▶ _EXERCISE OBJECTIVE_: Search the listing below for the word "post" and return each line that contains it.

▶ _DATASET RECORDS_:
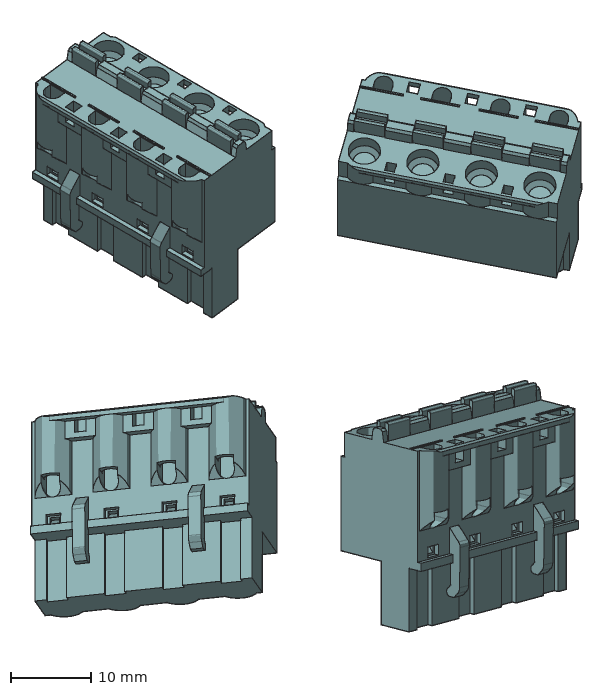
import cadquery as cq
import math

width = 28.1
poles = 4
pitch = 7.5
body_depth = 13.35
body_bottom = 8.23
body_top = 23.7
edge_chamfer = 0.25
overlap = 0.28

pole_x = [(i - (poles - 1) / 2) * pitch for i in range(poles)]
gap_x = [(i - (poles - 2) / 2) * pitch for i in range(poles - 1)]

funnel_radius = 2.5
funnel_front = 15.1
funnel_center = funnel_front - funnel_radius
funnel_bottom = 13.25
bar_height = 0.85
bar_length = pole_x[-1] - pole_x[0]

wire_radius = 1.18
wire_back = 12.35
wire_center = 13.3
window_axis = 14.4
window_top = 15.7

block_width = 4.02
block_front = 14.33
block_bottom = 20.48
front_pocket_width = 1.43
front_pocket_back = 12.8
pocket_bottom = 21.25
back_pocket_size = 1.25

back_step = 0.6

screw_top_diameter = 4.0
screw_floor_diameter = 2.8
screw_depth = 1.71
screw_center = 2.85

ridge_back = 5.37
ridge_front = 7.45
ridge_top = 25.32
ridge_draft = 0.22
ridge_bevel = 0.3
ridge_shoulder = ridge_top - ridge_bevel
lever_width = 3.88
lever_clearance = 0.08
lever_back = 5.45
lever_top = 26.0
lever_wall = 0.55
lever_channel_floor = 24.87
lever_rounding = 0.25

rib_length = 5.0
rib_back = 12.05
rib_width = 0.22
rib_height = 0.15

ledge_front = 13.97
ledge_height = 1.07
sight_width = 1.85
sight_bottom = 9.53
sight_height = 1.38
sight_depth = 0.62
sight_inner_width = 1.25
sight_inner_bottom = 9.8
sight_inner_height = 0.87
hook_width = 1.63
hook_front = 15.2
hook_shoulder = 10.45
hook_shoulder_radius = 0.95
hook_lower_front = 15.1
hook_bend = 5.23
hook_bend_radius = 1.15
hook_inner = 13.52
hook_inner_bend = 5.28
hook_tip_radius = 0.6
hook_tip_center = 13.43
hook_tip_height = 4.35

plug_back = 7.0
plug_front = 11.85
plug_rib_back = 5.95
plug_groove_width = 2.65
plug_groove_depth = 0.67


def block(x, size_x, back, front, bottom, top):
    """Box centred on x, between two distances from the back face and two heights."""
    return cq.Workplane("XY").box(size_x, front - back, top - bottom, centered=(True, False, False)).translate(
        (x, -front, bottom)
    )


def post(x, depth, radius, bottom, top):
    """Upright cylinder at a distance from the back face."""
    return cq.Workplane("XY", origin=(x, -depth, bottom)).circle(radius).extrude(top - bottom)


def side_outline(x, size_x):
    """Workplane for a (Y, Z) outline that is extruded over size_x around x."""
    return cq.Workplane("YZ", origin=(x - size_x / 2, 0, 0))


def make_body():
    body = block(0, width, 0, body_depth, body_bottom, body_top)
    step = block(0, width, 0, back_step, block_bottom, body_top)
    for x in pole_x:
        step = step.cut(post(x, funnel_radius, funnel_radius, block_bottom, body_top))
    step = step.cut(block(0, bar_length, 0, back_step, body_top - bar_height, body_top))
    body = body.cut(step)
    ledge = block(0, width, plug_front, ledge_front, body_bottom, body_bottom + ledge_height)
    return body.union(ledge)


def make_funnels():
    bar = block(0, bar_length, funnel_center, funnel_front, body_top - bar_height, body_top)
    funnels = bar
    for x in pole_x:
        funnels = funnels.union(post(x, funnel_center, funnel_radius, funnel_bottom, body_top))
    for x in gap_x:
        funnels = funnels.union(block(x, block_width, funnel_center, block_front, block_bottom, body_top))
    reach = funnel_front - body_depth + overlap
    underside = (
        side_outline(0, width)
        .moveTo(-body_depth, funnel_bottom)
        .line(-reach, reach)
        .line(0, -reach)
        .close()
        .extrude(width)
    )
    return funnels.cut(underside)


def bevel_long_edge(depth, direction):
    """Wedge that bevels the top edge at the given depth; direction is +1 at the back, -1 at the front."""
    return (
        side_outline(0, width)
        .moveTo(-depth - direction * edge_chamfer, body_top)
        .line(direction * edge_chamfer, 0)
        .line(0, -edge_chamfer)
        .close()
        .extrude(width)
    )


def make_wire_hole(x):
    shaft = post(x, wire_center, wire_radius, window_axis, body_top + overlap)
    shaft = shaft.union(block(x, 2 * wire_radius, wire_back, wire_center, window_axis, body_top + overlap))
    shaft = shaft.intersect(
        block(x, 2 * wire_radius, wire_back, funnel_front, window_axis, body_top + overlap)
    )
    window = block(x, 2 * wire_radius, wire_back, funnel_front + overlap, window_axis, window_top)
    window_floor = (
        cq.Workplane("XZ", origin=(x, -wire_back, window_axis))
        .circle(wire_radius)
        .extrude(funnel_front + overlap - wire_back)
    )
    return shaft.union(window).union(window_floor)


def make_screw_hole(x):
    top_radius = screw_top_diameter / 2
    floor_radius = screw_floor_diameter / 2
    return (
        cq.Workplane("XZ", origin=(x, -screw_center, body_top))
        .lineTo(top_radius, 0)
        .lineTo(top_radius, -screw_depth)
        .lineTo(floor_radius, floor_radius - top_radius - screw_depth)
        .lineTo(0, floor_radius - top_radius - screw_depth)
        .close()
        .revolve()
    )


def make_sight(x):
    outer = block(x, sight_width, body_depth - sight_depth, body_depth + overlap,
                  sight_bottom, sight_bottom + sight_height)
    inner = (
        side_outline(x, sight_inner_width)
        .moveTo(sight_depth - body_depth, sight_inner_bottom)
        .line(sight_inner_height, sight_inner_height)
        .line(-sight_inner_height, 0)
        .close()
        .extrude(sight_inner_width)
    )
    return outer.union(inner)


def make_ridge():
    ridge = (
        side_outline(0, width)
        .moveTo(-ridge_back, body_top - overlap)
        .lineTo(-ridge_back, body_top)
        .lineTo(-ridge_back - ridge_draft, ridge_shoulder)
        .lineTo(-ridge_back - ridge_draft - ridge_bevel, ridge_top)
        .lineTo(-ridge_front + ridge_draft + ridge_bevel, ridge_top)
        .lineTo(-ridge_front + ridge_draft, ridge_shoulder)
        .lineTo(-ridge_front, body_top)
        .lineTo(-ridge_front, body_top - overlap)
        .close()
        .extrude(width)
    )
    for x in pole_x:
        opening = lever_width + 2 * lever_clearance
        ridge = ridge.cut(block(x, opening, 0, body_depth, body_top, lever_top))
    return ridge


def make_lever(x):
    return (
        side_outline(x, lever_width)
        .moveTo(-lever_back, body_top - overlap)
        .lineTo(-lever_back, lever_top)
        .line(lever_rounding - lever_wall, 0)
        .radiusArc((-lever_back - lever_wall, lever_top - lever_rounding), -lever_rounding)
        .lineTo(-lever_back - lever_wall, lever_channel_floor)
        .lineTo(-ridge_front + lever_wall, lever_channel_floor)
        .lineTo(-ridge_front + lever_wall, lever_top)
        .line(lever_rounding - lever_wall, 0)
        .radiusArc((-ridge_front, lever_top - lever_rounding), -lever_rounding)
        .lineTo(-ridge_front, body_top - overlap)
        .close()
        .extrude(lever_width)
    )


def make_rib(x):
    length = rib_length
    if abs(x) == pole_x[-1]:
        length = max(rib_length, 2 * (width / 2 - abs(x)))
    return block(x, length, rib_back, rib_back + rib_width, body_top - overlap, body_top + rib_height)


def make_hook(x):
    turn_rise = math.sin(math.radians(45))
    turn_inset = 1 - math.cos(math.radians(45))
    shoulder_y = hook_shoulder_radius * turn_inset - hook_front
    shoulder_z = hook_shoulder + hook_shoulder_radius * turn_rise
    hook_top = shoulder_z - body_depth - shoulder_y
    bend_y = hook_bend_radius * turn_inset - hook_lower_front
    bend_z = hook_bend - hook_bend_radius * turn_rise
    tip_bottom = hook_tip_height - hook_tip_radius
    tip_end = math.radians(60)
    return (
        side_outline(x, hook_width)
        .moveTo(-body_depth + overlap, hook_top)
        .lineTo(-body_depth, hook_top)
        .lineTo(shoulder_y, shoulder_z)
        .radiusArc((-hook_front, hook_shoulder), -hook_shoulder_radius)
        .lineTo(-hook_lower_front, hook_bend)
        .radiusArc((bend_y, bend_z), -hook_bend_radius)
        .lineTo(bend_y + bend_z - tip_bottom, tip_bottom)
        .lineTo(-hook_tip_center, tip_bottom)
        .threePointArc(
            (-hook_tip_center + hook_tip_radius, hook_tip_height),
            (
                -hook_tip_center + hook_tip_radius * math.cos(tip_end),
                hook_tip_height + hook_tip_radius * math.sin(tip_end),
            ),
        )
        .lineTo(-hook_inner, hook_inner_bend)
        .lineTo(-hook_inner, body_bottom)
        .lineTo(-body_depth + overlap, body_bottom)
        .close()
        .extrude(hook_width)
    )


def make_plug():
    plug = block(0, width, plug_back, plug_front, 0, body_bottom + overlap)
    for x in pole_x:
        plug = plug.union(post(x, plug_rib_back + funnel_radius, funnel_radius, 0, body_bottom + overlap))
        plug = plug.cut(
            block(x, plug_groove_width, plug_front - plug_groove_depth, plug_front, 0, body_bottom)
        )
    return plug


result = make_body().union(make_funnels())
result = result.cut(bevel_long_edge(0, 1)).cut(bevel_long_edge(funnel_front, -1))
result = result.union(make_plug()).union(make_ridge())

for x in pole_x:
    result = result.cut(make_wire_hole(x)).cut(make_screw_hole(x)).cut(make_sight(x))
    result = result.union(make_rib(x)).union(make_lever(x))

for x in gap_x:
    result = result.cut(
        block(x, front_pocket_width, front_pocket_back, block_front, pocket_bottom, body_top)
    )
    back_pocket_end = back_step + back_pocket_size
    result = result.cut(
        block(x, back_pocket_size, back_step, back_pocket_end, pocket_bottom, body_top)
    )

for x in (gap_x[0], gap_x[-1]):
    result = result.union(make_hook(x))

▶ _RESPONSE BOX_:
def post(x, depth, radius, bottom, top):
        step = step.cut(post(x, funnel_radius, funnel_radius, block_bottom, body_top))
        funnels = funnels.union(post(x, funnel_center, funnel_radius, funnel_bottom, body_top))
    shaft = post(x, wire_center, wire_radius, window_axis, body_top + overlap)
        plug = plug.union(post(x, plug_rib_back + funnel_radius, funnel_radius, 0, body_bottom + overlap))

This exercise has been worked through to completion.